__What is needed__.
Copy out the entries word for word, leaving images aside.

[[ Records to process open ]]

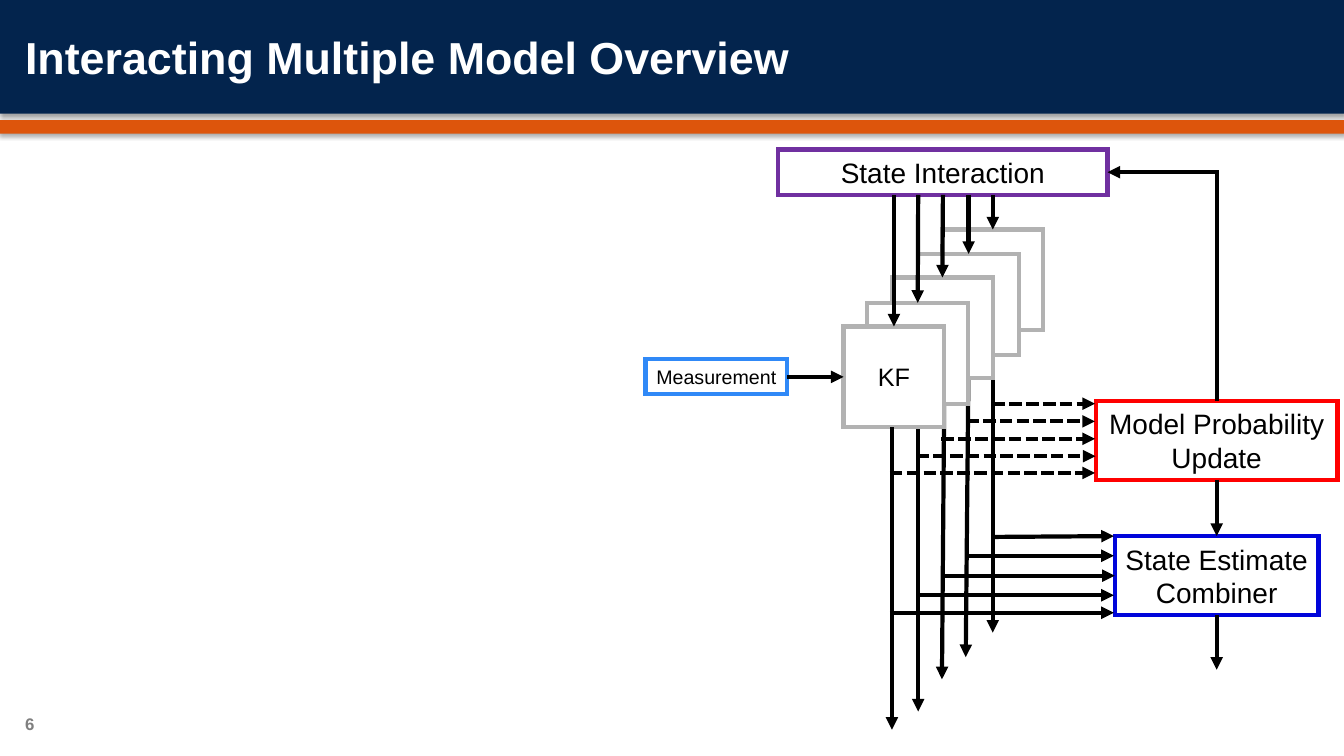
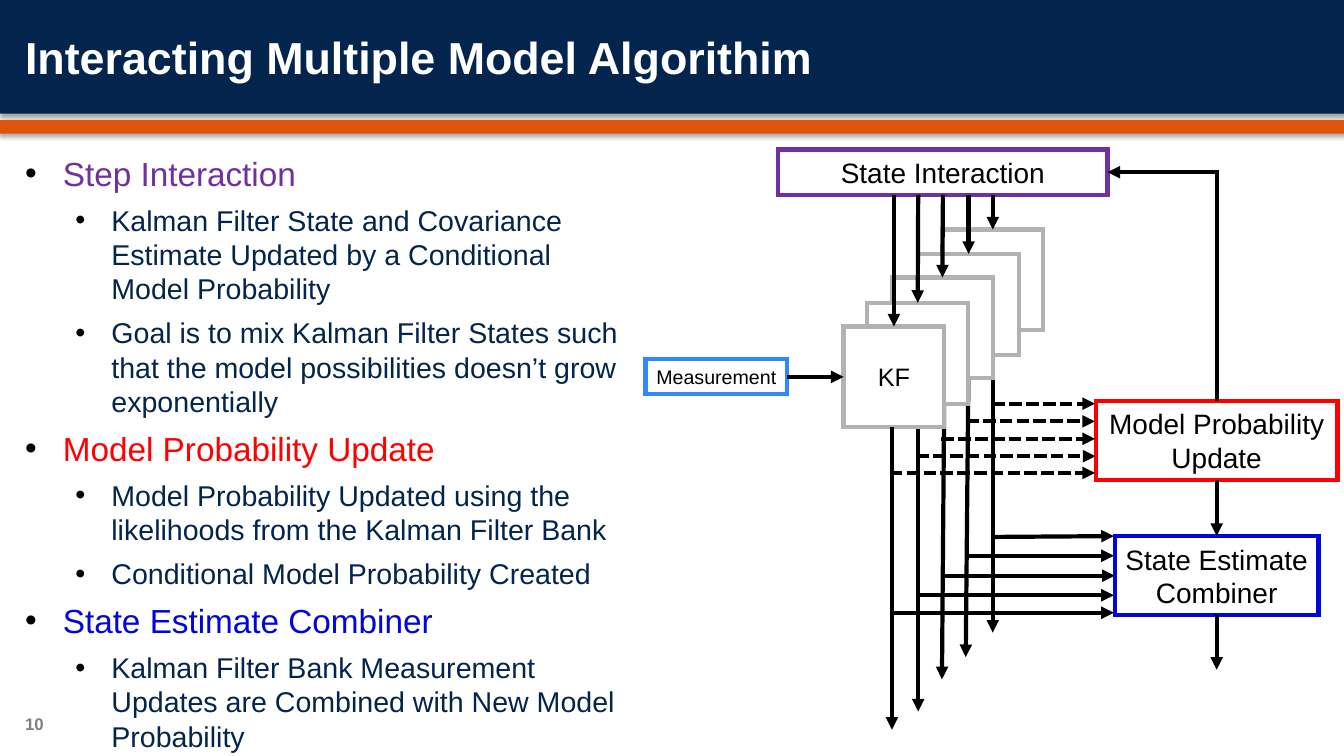
Before and after one commit to orenmillerrr/Optimal-Final-Project, a slide deck: slide 10 of report/OptimalFinalPresentation.pptx (slide 6 before the commit). Drawn at 1344x756 pixels with LibreOffice and Linux fonts; fonts in the diff are those of the drawing; background and template pictures are left out. Boxes give left, top, right and bottom in pixels: in the first picture for what was removed or moved away, otherwise in the second. Text is boxed around its words. In the diff, an @@ line names an element or a change of style, - is before the commit and + after.

```diff
--- a/report/OptimalFinalPresentation.pptx
+++ b/report/OptimalFinalPresentation.pptx
@@ title at box(25, 41, 812, 82): text changed @@
-Interacting Multiple Model Overview
+Interacting Multiple Model Algorithim
@@ text added at box(63, 162, 617, 752), 20.4 pt, text #03244D @@
+• Step Interaction
+  • Kalman Filter State and Covariance Estimate Updated by a Conditional Model Probability
+  • Goal is to mix Kalman Filter States such that the model possibilities doesn’t grow exponentially
+• Model Probability Update
+  • Model Probability Updated using the likelihoods from the Kalman Filter Bank
+  • Conditional Model Probability Created
+• State Estimate Combiner
+  • Kalman Filter Bank Measurement Updates are Combined with New Model Probability
+  • One State and Covariance Estimate
@@ page number at box(25, 718, 44, 730): text changed @@
-6
+10
```
Also in this commit, not shown: 1 other slide changed, 7 slides added.

[[ Records to process closed ]]

__Task response__.
Before and after one commit to orenmillerrr/Optimal-Final-Project, a slide deck: slide 10 of report/OptimalFinalPresentation.pptx (slide 6 before the commit). Drawn at 1344x756 pixels with LibreOffice and Linux fonts; fonts in the diff are those of the drawing; background and template pictures are left out. Boxes give left, top, right and bottom in pixels: in the first picture for what was removed or moved away, otherwise in the second. Text is boxed around its words. In the diff, an @@ line names an element or a change of style, - is before the commit and + after.

```diff
--- a/report/OptimalFinalPresentation.pptx
+++ b/report/OptimalFinalPresentation.pptx
@@ title at box(25, 41, 812, 82): text changed @@
-Interacting Multiple Model Overview
+Interacting Multiple Model Algorithim
@@ text added at box(63, 162, 617, 752), 20.4 pt, text #03244D @@
+• Step Interaction
+  • Kalman Filter State and Covariance Estimate Updated by a Conditional Model Probability
+  • Goal is to mix Kalman Filter States such that the model possibilities doesn’t grow exponentially
+• Model Probability Update
+  • Model Probability Updated using the likelihoods from the Kalman Filter Bank
+  • Conditional Model Probability Created
+• State Estimate Combiner
+  • Kalman Filter Bank Measurement Updates are Combined with New Model Probability
+  • One State and Covariance Estimate
@@ page number at box(25, 718, 44, 730): text changed @@
-6
+10
```
Also in this commit, not shown: 1 other slide changed, 7 slides added.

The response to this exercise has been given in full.